The health care industry is promising cost reductions.  My Cato Institute colleague Michael Cannon warns us that the health care industry is not negotiating its surrender.  Rather, it is negotiating our surrender--or at least the surrender of our money.

Writes Cannon:

So it may be that the industry's overture is actually an effort to cook the books by ganging up on the CBO: "See, you silly number-crunchers? Even the industry believes these reforms will reduce spending."

What's in it for the industry? Universal coverage gives them a huge revenue boost in the short term - and then every lobbyist at today's White House media event will fight those spending reductions over the long term.

The industry isn't negotiating its surrender - they're negotiating the surrender of even more of our money.

View all comments (19) | Leave a comment

Pingback| 5.11.09 @ 3:04PM

Negotiating Our Surrender | But As For Me links to this page. Here’s an excerpt:

Negotiating Our Surrender | But As For Me • TWITTER But As For

Gabe| 5.11.09 @ 4:57PM

The irony is almost too rich to believe: conservatives getting angry at their corporate friends for trying to maximize profits at the expense of the taxpayer! I'm loving it!

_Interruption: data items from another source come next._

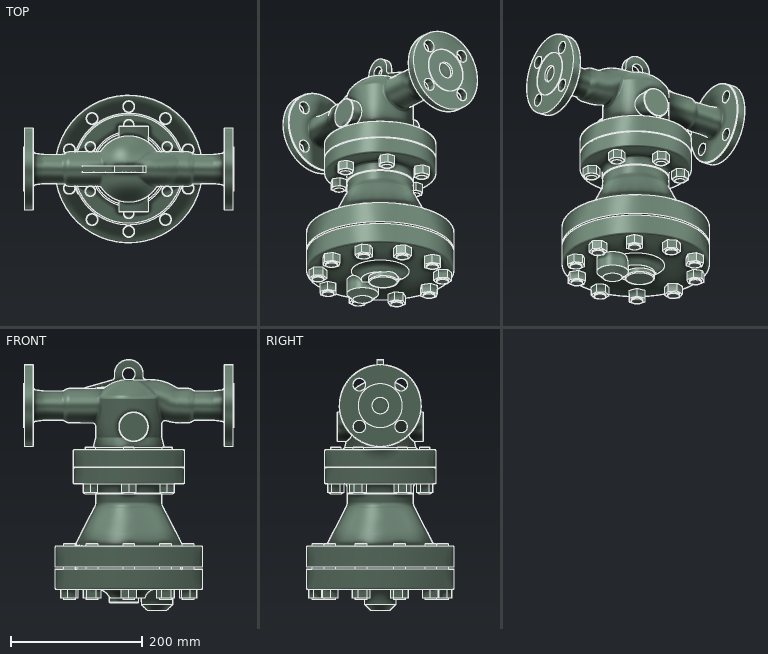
import cadquery as cq
import math


face_to_face = 320.0
pipe_flange_dia = 125.0
pipe_flange_thickness = 14.0
raised_face_dia = 67.0
raised_face_height = 1.0
flange_back_chamfer = 1.0
flange_hole_dia = 19.0
flange_hole_circle = 90.0
flange_hole_count = 4
flange_hole_start_angle = 45.0
bore_dia = 25.0
bore_depth = 4.0
hub_dia = 48.0
hub_fillet = 4.0
hub_taper_end = 129.5
pipe_dia = 45.0
port_dia = 53.0
swell_start = 101.2
port_start = 89.5
swell_concave_share = 1 / 3

outlet_bend_start = 77.0
outlet_bend_end = 33.0
outlet_rise = 13.3
lower_bend_share = 0.45
port_fillet = 5.0
port_inner_x = 20.0

body_dia = 100.95
dome_top = 40.0
dome_radius = 60.0
dome_edge_fillet = 9.0
body_flare_start = -48.6
body_foot_dia = 109.0
body_foot_fillet = 2.5
body_foot_overlap = 1.0

side_plug_dia = 45.0
side_plug_x = 7.3
side_plug_z = -32.2
side_plug_span = 131.0
side_plug_chamfer = 0.8

lug_thickness = 10.0
lug_radius = 22.0
lug_hole_dia = 19.0
lug_hole_z = 48.1
lug_root_z = 30.0
lug_rib_tip_x = -72.0
lug_rib_tip_z = 25.8
lug_rib_tip_embed = 2.0
lug_rib_top_z = 39.0
lug_foot_flare = 4.0

upper_flange_dia = 170.0
upper_flange_top = -66.5
upper_flange_joint = -94.0
upper_flange_bottom = -119.3
upper_joint_gap = 0.8
upper_gasket_dia = 165.0
upper_top_fillet = 3.0
upper_bottom_fillet = 2.5

collar_dia = 102.0
collar_fillet = 3.5
collar_bottom = -133.3
neck_dia = 100.95
neck_top = -134.6
neck_bend_start = -147.6
cone_top = -156.5
cone_top_dia = 107.0
cone_break = -193.5
cone_break_dia = 145.0
cone_foot_dia = 161.4
cone_foot_z = -209.9
cone_foot_run = 5.6

lower_flange_dia = 225.0
lower_flange_top = -213.5
lower_joint_top = -246.0
lower_joint_bottom = -249.0
lower_flange_bottom = -280.0
lower_gasket_dia = 158.0
lower_edge_fillet = 2.5

stud_chamfer = 0.8
upper_stud_count = 6
upper_stud_circle = 135.0
upper_stud_dia = 16.0
upper_stud_top = -63.2
upper_stud_end_dia = 22.0
upper_stud_bottom = -134.7
upper_nut_flats = 22.0
upper_nut_height = 13.0
lower_stud_count = 10
lower_stud_circle = 190.0
lower_stud_dia = 18.0
lower_stud_top = -210.0
lower_stud_end_dia = 18.0
lower_stud_bottom = -295.3
lower_nut_flats = 24.0
lower_nut_height = 13.2

cover_boss_top_radius = 44.0
cover_boss_mid_radius = 34.8
cover_boss_mid_z = -285.0
cover_boss_radius = 29.0
cover_boss_bottom = -293.0
drain_plug_dia = 45.0
drain_plug_x = -7.3
drain_plug_bottom = -300.6
drain_plug_chamfer = 1.5
drain_port_dia = 48.0
drain_port_x = 43.0
drain_port_bottom = -311.9
drain_port_chamfer = 9.2


def cylinder_z(diameter, bottom, top, x=0.0, y=0.0):
    disc = cq.Workplane("XY", origin=(x, y, bottom)).circle(diameter / 2)
    return disc.extrude(top - bottom)


def pipe_end(inner_x):
    """Flange, hub and pipe turned about +X, with the port running inward to inner_x."""
    outer_x = face_to_face / 2
    flange_face = outer_x - raised_face_height
    flange_back = flange_face - pipe_flange_thickness
    flange_radius = pipe_flange_dia / 2
    hub_radius = hub_dia / 2
    pipe_radius = pipe_dia / 2
    port_radius = port_dia / 2

    joint_x = swell_start - swell_concave_share * (swell_start - port_start)
    joint_radius = pipe_radius + swell_concave_share * (port_radius - pipe_radius)

    fillet_mid = hub_fillet * (1 - math.sqrt(0.5))
    profile = (
        cq.Workplane("XZ")
        .moveTo(inner_x, 0)
        .lineTo(outer_x, 0)
        .lineTo(outer_x, raised_face_dia / 2)
        .lineTo(flange_face, raised_face_dia / 2)
        .lineTo(flange_face, flange_radius)
        .lineTo(flange_back + flange_back_chamfer, flange_radius)
        .lineTo(flange_back, flange_radius - flange_back_chamfer)
        .lineTo(flange_back, hub_radius + hub_fillet)
        .threePointArc(
            (flange_back - fillet_mid, hub_radius + fillet_mid),
            (flange_back - hub_fillet, hub_radius),
        )
        .lineTo(hub_taper_end, pipe_radius)
        .lineTo(swell_start, pipe_radius)
        .tangentArcPoint((joint_x, joint_radius), relative=False)
        .tangentArcPoint((port_start, port_radius), relative=False)
        .lineTo(inner_x, port_radius)
        .close()
    )
    solid = profile.revolve(360, (0, 0, 0), (1, 0, 0))
    holes = (
        cq.Workplane("YZ", origin=(flange_back, 0, 0))
        .polarArray(flange_hole_circle / 2, flange_hole_start_angle, 360, flange_hole_count)
        .circle(flange_hole_dia / 2)
        .extrude(pipe_flange_thickness)
    )
    return solid.cut(holes)


def pipe_bore():
    bore_x = face_to_face / 2 - bore_depth
    return cq.Workplane("YZ", origin=(bore_x, 0, 0)).circle(bore_dia / 2).extrude(bore_depth)


def outlet_passage():
    """Port-size tube swept along the S-bend and on into the dome."""
    joint_x = outlet_bend_start - lower_bend_share * (outlet_bend_start - outlet_bend_end)
    joint_z = lower_bend_share * outlet_rise
    chord = math.hypot(outlet_bend_start - joint_x, joint_z)
    lower_bend_radius = chord**2 / (2 * joint_z)
    path = (
        cq.Workplane("XZ")
        .moveTo(outlet_bend_start, 0)
        .radiusArc((joint_x, joint_z), lower_bend_radius)
        .tangentArcPoint((outlet_bend_end, outlet_rise), relative=False)
        .lineTo(0, outlet_rise)
    )
    section = cq.Workplane("YZ", origin=(outlet_bend_start, 0, 0)).circle(port_dia / 2)
    return section.sweep(path)


def body():
    """Cylinder with a shallow spherical dome and a flared foot."""
    radius = body_dia / 2
    foot_radius = body_foot_dia / 2
    dome_center_z = dome_top - dome_radius
    dome_edge_z = dome_center_z + math.sqrt(dome_radius**2 - radius**2)
    half_angle = math.asin(radius / dome_radius) / 2
    dome_mid = (
        dome_radius * math.sin(half_angle),
        dome_center_z + dome_radius * math.cos(half_angle),
    )
    return (
        cq.Workplane("XZ")
        .moveTo(0, upper_flange_top - body_foot_overlap)
        .lineTo(0, dome_top)
        .threePointArc(dome_mid, (radius, dome_edge_z))
        .lineTo(radius, body_flare_start)
        .lineTo(foot_radius, upper_flange_top + body_foot_fillet)
        .lineTo(foot_radius + body_foot_fillet, upper_flange_top)
        .lineTo(foot_radius + body_foot_fillet, upper_flange_top - body_foot_overlap)
        .close()
        .revolve(360, (0, 0, 0), (0, 1, 0))
    )


def round_dome_edge(shell):
    """Round the crease where the dome meets the cylinder."""
    radius = body_dia / 2
    dome_edge_z = dome_top - dome_radius + math.sqrt(dome_radius**2 - radius**2)
    level = cq.selectors.BoxSelector(
        (-radius, -radius, dome_edge_z - 1), (radius, radius, dome_edge_z + 1)
    )
    return shell.edges("%CIRCLE").edges(level).fillet(dome_edge_fillet)


def casting():
    """Domed body with the inlet and outlet passages blended into it."""
    shell = round_dome_edge(body())
    inlet = pipe_end(port_inner_x).mirror("YZ")
    outlet = pipe_end(outlet_bend_start).union(outlet_passage())
    joined = shell.union(inlet).union(outlet)
    return joined.edges("%BSPLINE or %OTHER").fillet(port_fillet)


def side_plugs():
    plug = (
        cq.Workplane("XZ", origin=(side_plug_x, side_plug_span / 2, side_plug_z))
        .circle(side_plug_dia / 2)
        .extrude(side_plug_span)
    )
    return plug.faces("<Y or >Y").chamfer(side_plug_chamfer)


def lifting_lug():
    """Upright eye with a sloping rib running down to the inlet port."""
    flare_x = lug_radius + lug_foot_flare
    plate = (
        cq.Workplane("XZ", origin=(0, lug_thickness / 2, 0))
        .moveTo(lug_rib_tip_x, lug_rib_tip_z)
        .lineTo(-flare_x, lug_rib_top_z)
        .radiusArc((-lug_radius, lug_rib_top_z + lug_foot_flare), -lug_foot_flare)
        .lineTo(-lug_radius, lug_hole_z)
        .threePointArc((0, lug_hole_z + lug_radius), (lug_radius, lug_hole_z))
        .lineTo(lug_radius, dome_top + lug_foot_flare)
        .radiusArc((flare_x, dome_top), -lug_foot_flare)
        .lineTo(flare_x, lug_root_z)
        .lineTo(-lug_radius, lug_root_z)
        .lineTo(lug_rib_tip_x, lug_rib_tip_z - lug_rib_tip_embed)
        .close()
        .extrude(lug_thickness)
    )
    hole = (
        cq.Workplane("XZ", origin=(0, lug_thickness / 2, lug_hole_z))
        .circle(lug_hole_dia / 2)
        .extrude(lug_thickness)
    )
    return plate.cut(hole)


def upper_flanges():
    half_gap = upper_joint_gap / 2
    top_plate = cylinder_z(upper_flange_dia, upper_flange_joint + half_gap, upper_flange_top)
    bottom_plate = cylinder_z(upper_flange_dia, upper_flange_bottom, upper_flange_joint - half_gap)
    gasket = cylinder_z(upper_gasket_dia, upper_flange_bottom, upper_flange_top)
    top_plate = top_plate.faces(">Z").edges().fillet(upper_top_fillet)
    bottom_plate = bottom_plate.faces("<Z").edges().fillet(upper_bottom_fillet)
    return top_plate.union(bottom_plate).union(gasket)


def lower_flanges():
    top_plate = cylinder_z(lower_flange_dia, lower_joint_top, lower_flange_top)
    bottom_plate = cylinder_z(lower_flange_dia, lower_flange_bottom, lower_joint_bottom)
    gasket = cylinder_z(lower_gasket_dia, lower_joint_bottom, lower_joint_top)
    top_plate = top_plate.faces(">Z").edges().fillet(lower_edge_fillet)
    bottom_plate = bottom_plate.faces("<Z").edges().fillet(lower_edge_fillet)
    return top_plate.union(bottom_plate).union(gasket)


def neck():
    """Collar and straight neck curving into a cone that is blended into the lower flange."""
    collar_radius = collar_dia / 2
    foot_radius = cone_foot_dia / 2
    return (
        cq.Workplane("XZ")
        .moveTo(0, upper_flange_bottom)
        .lineTo(collar_radius + collar_fillet, upper_flange_bottom)
        .radiusArc((collar_radius, upper_flange_bottom - collar_fillet), -collar_fillet)
        .lineTo(collar_radius, collar_bottom)
        .lineTo(neck_dia / 2, neck_top)
        .lineTo(neck_dia / 2, neck_bend_start)
        .tangentArcPoint((cone_top_dia / 2, cone_top), relative=False)
        .lineTo(cone_break_dia / 2, cone_break)
        .lineTo(foot_radius, cone_foot_z)
        .tangentArcPoint((foot_radius + cone_foot_run, lower_flange_top), relative=False)
        .lineTo(0, lower_flange_top)
        .close()
        .revolve(360, (0, 0, 0), (0, 1, 0))
    )


def bolt_ring(count, circle_dia, stud_dia, stud_top, end_dia, stud_bottom, nut_flats, nut_top, nut_height):
    """Studs with hexagon nuts underneath, each nut pointing a corner outward."""
    nut_corners = nut_flats / math.cos(math.pi / 6)
    stud = cylinder_z(stud_dia, stud_bottom, stud_top, x=circle_dia / 2)
    stud = stud.faces(">Z").chamfer(stud_chamfer)
    nut = (
        cq.Workplane("XY", origin=(circle_dia / 2, 0, nut_top))
        .polygon(6, nut_corners)
        .extrude(-nut_height)
    )
    nut_bottom = nut_top - nut_height
    stud_end = (
        cq.Workplane("XY", origin=(circle_dia / 2, 0, nut_bottom))
        .circle(end_dia / 2)
        .workplane(offset=stud_bottom - nut_bottom)
        .circle(stud_dia / 2)
        .loft()
    )
    bolt = stud.union(nut).union(stud_end)
    ring = cq.Workplane("XY")
    for index in range(count):
        ring = ring.add(bolt.rotate((0, 0, 0), (0, 0, 1), 90 + index * 360 / count))
    return ring


def bottom_cover():
    """Round boss under the cover, carrying the drain plug and the drain port."""
    boss = (
        cq.Workplane("XZ")
        .moveTo(0, lower_flange_bottom)
        .lineTo(cover_boss_top_radius, lower_flange_bottom)
        .threePointArc((cover_boss_mid_radius, cover_boss_mid_z), (cover_boss_radius, cover_boss_bottom))
        .lineTo(0, cover_boss_bottom)
        .close()
        .revolve(360, (0, 0, 0), (0, 1, 0))
    )
    plug = cylinder_z(drain_plug_dia, drain_plug_bottom, lower_flange_bottom, x=drain_plug_x)
    plug = plug.faces("<Z").chamfer(drain_plug_chamfer)
    port = cylinder_z(drain_port_dia, drain_port_bottom, lower_flange_bottom, x=drain_port_x)
    port = port.faces("<Z").chamfer(drain_port_chamfer)
    return boss.union(plug).union(port)


upper_bolts = bolt_ring(
    upper_stud_count,
    upper_stud_circle,
    upper_stud_dia,
    upper_stud_top,
    upper_stud_end_dia,
    upper_stud_bottom,
    upper_nut_flats,
    upper_flange_bottom,
    upper_nut_height,
)
lower_bolts = bolt_ring(
    lower_stud_count,
    lower_stud_circle,
    lower_stud_dia,
    lower_stud_top,
    lower_stud_end_dia,
    lower_stud_bottom,
    lower_nut_flats,
    lower_flange_bottom,
    lower_nut_height,
)

result = casting()
for feature in (side_plugs(), lifting_lug(), upper_flanges(), neck(), lower_flanges(), bottom_cover()):
    result = result.union(feature)
for ring in (upper_bolts, lower_bolts):
    for bolt in ring.vals():
        result = result.union(cq.Workplane(bolt))
result = result.cut(pipe_bore()).cut(pipe_bore().mirror("YZ"))

Tom Paine| 5.11.09 @ 7:04PM

Gabe --

"Conservatives" today are only happy if the middle class is getting screwed. Modern day "conservatism" is just the enforcing of humiliating consequences for any working people who hope to see a doctor, buy a house, or send their children to college. It is a corporatist sham, and bunko, fraudulant rip-off.

BD57| 5.11.09 @ 7:48PM

One of the great thing about trolls - - - - we get to see how the insecure make themselves feel good .... tearing down those they think SHOULD feel inferior to them.

Tommy - anytime you want to write your neighbor a check for all his medical bills, so he won't be 'screwed', you're free to do so. But, as usual, you want to be generous with other people's money.

Tom Paine| 5.11.09 @ 7:57PM

BD57 --

Do you have any idea how many people go bankrupt every year because of medical bills?

It's a disgrace. The U.S. has the resources to have the best health system in the world, and yet we get less for every dollar spent on health care then all of the other industrialized democracies. It's insane.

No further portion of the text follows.